WHAT TO WORK ON:
Return every entry exactly, except for any pictures.
[Opening PROVIDED RECORDS section]
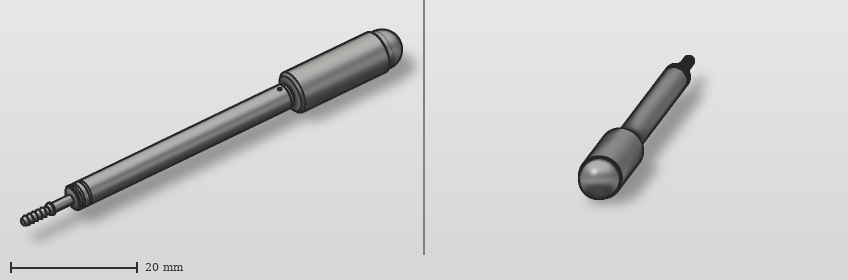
import cadquery as cq
import math

TOTAL_LENGTH = 72.9

HEAD_RADIUS = 3.5
HEAD_TAIL_Y = 51.85
HEAD_FRONT_Y = 68.85
HEAD_TAIL_CHAMFER = 0.5
HEAD_FRONT_CHAMFER = 0.2
NOSE_RADIUS = 3.2

SHAFT_RADIUS = 2.1
SHAFT_TAIL_Y = 9.55
SHAFT_TAIL_CHAMFER = 0.22
TAIL_DOME_HEIGHT = 0.3
SHAFT_SHOULDER_Y = 50.8
SHAFT_SHOULDER_CHAMFER = 0.15
FRONT_LAND_RADIUS = SHAFT_RADIUS - SHAFT_SHOULDER_CHAMFER
FRONT_LAND_END_Y = 51.25
FRONT_DOME_HEIGHT = 0.85

GROOVE_WIDTH = 0.44
GROOVE_FIRST_Y = 10.42
GROOVE_PITCH = 1.33
GROOVE_COUNT = 2

DIMPLE_RADIUS = 0.3
DIMPLE_DEPTH = 0.1
DIMPLE_Y = 49.85

PIN_RADIUS = 0.8
RING_RADIUS = 1.05
RING_FRONT_Y = 5.58
RING_TAIL_Y = 5.32
RING_CONE_TAIL_RADIUS = PIN_RADIUS
RING_CONE_TAIL_Y = 4.8
CORE_RADIUS = 0.6
BARB_RADIUS = 0.86
BARB_PITCH = 0.83
BARB_LENGTH = 0.73
BARB_COUNT = 5

OVERLAP = 1.0


def cylinder(radius, start_y, end_y):
    """Cylinder on the Y axis between two stations."""
    return cq.Workplane("XZ", origin=(0, end_y, 0)).circle(radius).extrude(end_y - start_y)


def cone(tail_radius, front_radius, tail_y, front_y):
    """Truncated cone on the Y axis, solid to the axis."""
    return (
        cq.Workplane("XY")
        .moveTo(0, tail_y)
        .lineTo(tail_radius, tail_y)
        .lineTo(front_radius, front_y)
        .lineTo(0, front_y)
        .close()
        .revolve(360, (0, 0, 0), (0, 1, 0))
    )


def head():
    """Chamfered sleeve carrying a collar that ends in a hemispherical nose."""
    sleeve = cylinder(HEAD_RADIUS, HEAD_TAIL_Y, HEAD_FRONT_Y)
    sleeve = sleeve.faces("<Y").chamfer(HEAD_TAIL_CHAMFER)
    sleeve = sleeve.faces(">Y").chamfer(HEAD_FRONT_CHAMFER)
    dome_base_y = TOTAL_LENGTH - NOSE_RADIUS
    arc_offset = NOSE_RADIUS * math.sqrt(0.5)
    nose = (
        cq.Workplane("XY")
        .moveTo(0, HEAD_FRONT_Y - OVERLAP)
        .lineTo(NOSE_RADIUS, HEAD_FRONT_Y - OVERLAP)
        .lineTo(NOSE_RADIUS, dome_base_y)
        .threePointArc((arc_offset, dome_base_y + arc_offset), (0, TOTAL_LENGTH))
        .close()
        .revolve(360, (0, 0, 0), (0, 1, 0))
    )
    return sleeve.union(nose)


def dome(base_radius, base_y, apex_y):
    """Shallow spherical cap on the Y axis, flat at the base station."""
    height = apex_y - base_y
    sphere_radius = (base_radius**2 + height**2) / (2 * abs(height))
    direction = math.copysign(1, height)
    half_angle = math.asin(base_radius / sphere_radius) / 2
    mid_radius = sphere_radius * math.sin(half_angle)
    mid_y = apex_y - direction * sphere_radius * (1 - math.cos(half_angle))
    return (
        cq.Workplane("XY")
        .moveTo(0, base_y)
        .lineTo(base_radius, base_y)
        .threePointArc((mid_radius, mid_y), (0, apex_y))
        .close()
        .revolve(360, (0, 0, 0), (0, 1, 0))
    )


def shaft():
    """Shaft with domed ends and a small chamfered shoulder before the front land."""
    main = cylinder(SHAFT_RADIUS, SHAFT_TAIL_Y, SHAFT_SHOULDER_Y)
    main = main.faces("<Y").chamfer(SHAFT_TAIL_CHAMFER)
    main = main.faces(">Y").chamfer(SHAFT_SHOULDER_CHAMFER)
    tail_face_radius = SHAFT_RADIUS - SHAFT_TAIL_CHAMFER
    tail_dome = dome(tail_face_radius, SHAFT_TAIL_Y, SHAFT_TAIL_Y - TAIL_DOME_HEIGHT)
    front_land = cylinder(FRONT_LAND_RADIUS, SHAFT_SHOULDER_Y, FRONT_LAND_END_Y)
    front_dome = dome(FRONT_LAND_RADIUS, FRONT_LAND_END_Y, FRONT_LAND_END_Y + FRONT_DOME_HEIGHT)
    return main.union(tail_dome).union(front_land).union(front_dome)


def groove(center_y):
    """Ring-shaped cutter for one round-bottomed groove."""
    return (
        cq.Workplane("XY")
        .center(SHAFT_RADIUS, center_y)
        .circle(GROOVE_WIDTH / 2)
        .revolve(360, (-SHAFT_RADIUS, 0, 0), (-SHAFT_RADIUS, 1, 0))
    )


def dimple():
    """Cutter for the shallow round dimple on the top of the shaft."""
    floor_z = SHAFT_RADIUS - DIMPLE_DEPTH
    return (
        cq.Workplane("XY", origin=(0, DIMPLE_Y, floor_z))
        .circle(DIMPLE_RADIUS)
        .extrude(OVERLAP)
    )


def tail_pin():
    """Plain pin, stop ring with a conical back, and a barbed core."""
    pin = cylinder(PIN_RADIUS, RING_TAIL_Y, SHAFT_TAIL_Y + OVERLAP)
    ring = cylinder(RING_RADIUS, RING_TAIL_Y, RING_FRONT_Y)
    ring_cone = cone(RING_CONE_TAIL_RADIUS, RING_RADIUS, RING_CONE_TAIL_Y, RING_TAIL_Y)
    core = cylinder(CORE_RADIUS, 0, RING_TAIL_Y)
    pin = pin.union(core).union(ring).union(ring_cone)
    for index in range(BARB_COUNT):
        tail_y = index * BARB_PITCH
        pin = pin.union(cone(CORE_RADIUS, BARB_RADIUS, tail_y, tail_y + BARB_LENGTH))
    return pin


result = head().union(shaft()).union(tail_pin())
for index in range(GROOVE_COUNT):
    result = result.cut(groove(GROOVE_FIRST_Y + index * GROOVE_PITCH))
result = result.cut(dimple())
[Closing PROVIDED RECORDS section]
WRITTEN SOLUTION:
import cadquery as cq
import math

TOTAL_LENGTH = 72.9

HEAD_RADIUS = 3.5
HEAD_TAIL_Y = 51.85
HEAD_FRONT_Y = 68.85
HEAD_TAIL_CHAMFER = 0.5
HEAD_FRONT_CHAMFER = 0.2
NOSE_RADIUS = 3.2

SHAFT_RADIUS = 2.1
SHAFT_TAIL_Y = 9.55
SHAFT_TAIL_CHAMFER = 0.22
TAIL_DOME_HEIGHT = 0.3
SHAFT_SHOULDER_Y = 50.8
SHAFT_SHOULDER_CHAMFER = 0.15
FRONT_LAND_RADIUS = SHAFT_RADIUS - SHAFT_SHOULDER_CHAMFER
FRONT_LAND_END_Y = 51.25
FRONT_DOME_HEIGHT = 0.85

GROOVE_WIDTH = 0.44
GROOVE_FIRST_Y = 10.42
GROOVE_PITCH = 1.33
GROOVE_COUNT = 2

DIMPLE_RADIUS = 0.3
DIMPLE_DEPTH = 0.1
DIMPLE_Y = 49.85

PIN_RADIUS = 0.8
RING_RADIUS = 1.05
RING_FRONT_Y = 5.58
RING_TAIL_Y = 5.32
RING_CONE_TAIL_RADIUS = PIN_RADIUS
RING_CONE_TAIL_Y = 4.8
CORE_RADIUS = 0.6
BARB_RADIUS = 0.86
BARB_PITCH = 0.83
BARB_LENGTH = 0.73
BARB_COUNT = 5

OVERLAP = 1.0


def cylinder(radius, start_y, end_y):
    """Cylinder on the Y axis between two stations."""
    return cq.Workplane("XZ", origin=(0, end_y, 0)).circle(radius).extrude(end_y - start_y)


def cone(tail_radius, front_radius, tail_y, front_y):
    """Truncated cone on the Y axis, solid to the axis."""
    return (
        cq.Workplane("XY")
        .moveTo(0, tail_y)
        .lineTo(tail_radius, tail_y)
        .lineTo(front_radius, front_y)
        .lineTo(0, front_y)
        .close()
        .revolve(360, (0, 0, 0), (0, 1, 0))
    )


def head():
    """Chamfered sleeve carrying a collar that ends in a hemispherical nose."""
    sleeve = cylinder(HEAD_RADIUS, HEAD_TAIL_Y, HEAD_FRONT_Y)
    sleeve = sleeve.faces("<Y").chamfer(HEAD_TAIL_CHAMFER)
    sleeve = sleeve.faces(">Y").chamfer(HEAD_FRONT_CHAMFER)
    dome_base_y = TOTAL_LENGTH - NOSE_RADIUS
    arc_offset = NOSE_RADIUS * math.sqrt(0.5)
    nose = (
        cq.Workplane("XY")
        .moveTo(0, HEAD_FRONT_Y - OVERLAP)
        .lineTo(NOSE_RADIUS, HEAD_FRONT_Y - OVERLAP)
        .lineTo(NOSE_RADIUS, dome_base_y)
        .threePointArc((arc_offset, dome_base_y + arc_offset), (0, TOTAL_LENGTH))
        .close()
        .revolve(360, (0, 0, 0), (0, 1, 0))
    )
    return sleeve.union(nose)


def dome(base_radius, base_y, apex_y):
    """Shallow spherical cap on the Y axis, flat at the base station."""
    height = apex_y - base_y
    sphere_radius = (base_radius**2 + height**2) / (2 * abs(height))
    direction = math.copysign(1, height)
    half_angle = math.asin(base_radius / sphere_radius) / 2
    mid_radius = sphere_radius * math.sin(half_angle)
    mid_y = apex_y - direction * sphere_radius * (1 - math.cos(half_angle))
    return (
        cq.Workplane("XY")
        .moveTo(0, base_y)
        .lineTo(base_radius, base_y)
        .threePointArc((mid_radius, mid_y), (0, apex_y))
        .close()
        .revolve(360, (0, 0, 0), (0, 1, 0))
    )


def shaft():
    """Shaft with domed ends and a small chamfered shoulder before the front land."""
    main = cylinder(SHAFT_RADIUS, SHAFT_TAIL_Y, SHAFT_SHOULDER_Y)
    main = main.faces("<Y").chamfer(SHAFT_TAIL_CHAMFER)
    main = main.faces(">Y").chamfer(SHAFT_SHOULDER_CHAMFER)
    tail_face_radius = SHAFT_RADIUS - SHAFT_TAIL_CHAMFER
    tail_dome = dome(tail_face_radius, SHAFT_TAIL_Y, SHAFT_TAIL_Y - TAIL_DOME_HEIGHT)
    front_land = cylinder(FRONT_LAND_RADIUS, SHAFT_SHOULDER_Y, FRONT_LAND_END_Y)
    front_dome = dome(FRONT_LAND_RADIUS, FRONT_LAND_END_Y, FRONT_LAND_END_Y + FRONT_DOME_HEIGHT)
    return main.union(tail_dome).union(front_land).union(front_dome)


def groove(center_y):
    """Ring-shaped cutter for one round-bottomed groove."""
    return (
        cq.Workplane("XY")
        .center(SHAFT_RADIUS, center_y)
        .circle(GROOVE_WIDTH / 2)
        .revolve(360, (-SHAFT_RADIUS, 0, 0), (-SHAFT_RADIUS, 1, 0))
    )


def dimple():
    """Cutter for the shallow round dimple on the top of the shaft."""
    floor_z = SHAFT_RADIUS - DIMPLE_DEPTH
    return (
        cq.Workplane("XY", origin=(0, DIMPLE_Y, floor_z))
        .circle(DIMPLE_RADIUS)
        .extrude(OVERLAP)
    )


def tail_pin():
    """Plain pin, stop ring with a conical back, and a barbed core."""
    pin = cylinder(PIN_RADIUS, RING_TAIL_Y, SHAFT_TAIL_Y + OVERLAP)
    ring = cylinder(RING_RADIUS, RING_TAIL_Y, RING_FRONT_Y)
    ring_cone = cone(RING_CONE_TAIL_RADIUS, RING_RADIUS, RING_CONE_TAIL_Y, RING_TAIL_Y)
    core = cylinder(CORE_RADIUS, 0, RING_TAIL_Y)
    pin = pin.union(core).union(ring).union(ring_cone)
    for index in range(BARB_COUNT):
        tail_y = index * BARB_PITCH
        pin = pin.union(cone(CORE_RADIUS, BARB_RADIUS, tail_y, tail_y + BARB_LENGTH))
    return pin


result = head().union(shaft()).union(tail_pin())
for index in range(GROOVE_COUNT):
    result = result.cut(groove(GROOVE_FIRST_Y + index * GROOVE_PITCH))
result = result.cut(dimple())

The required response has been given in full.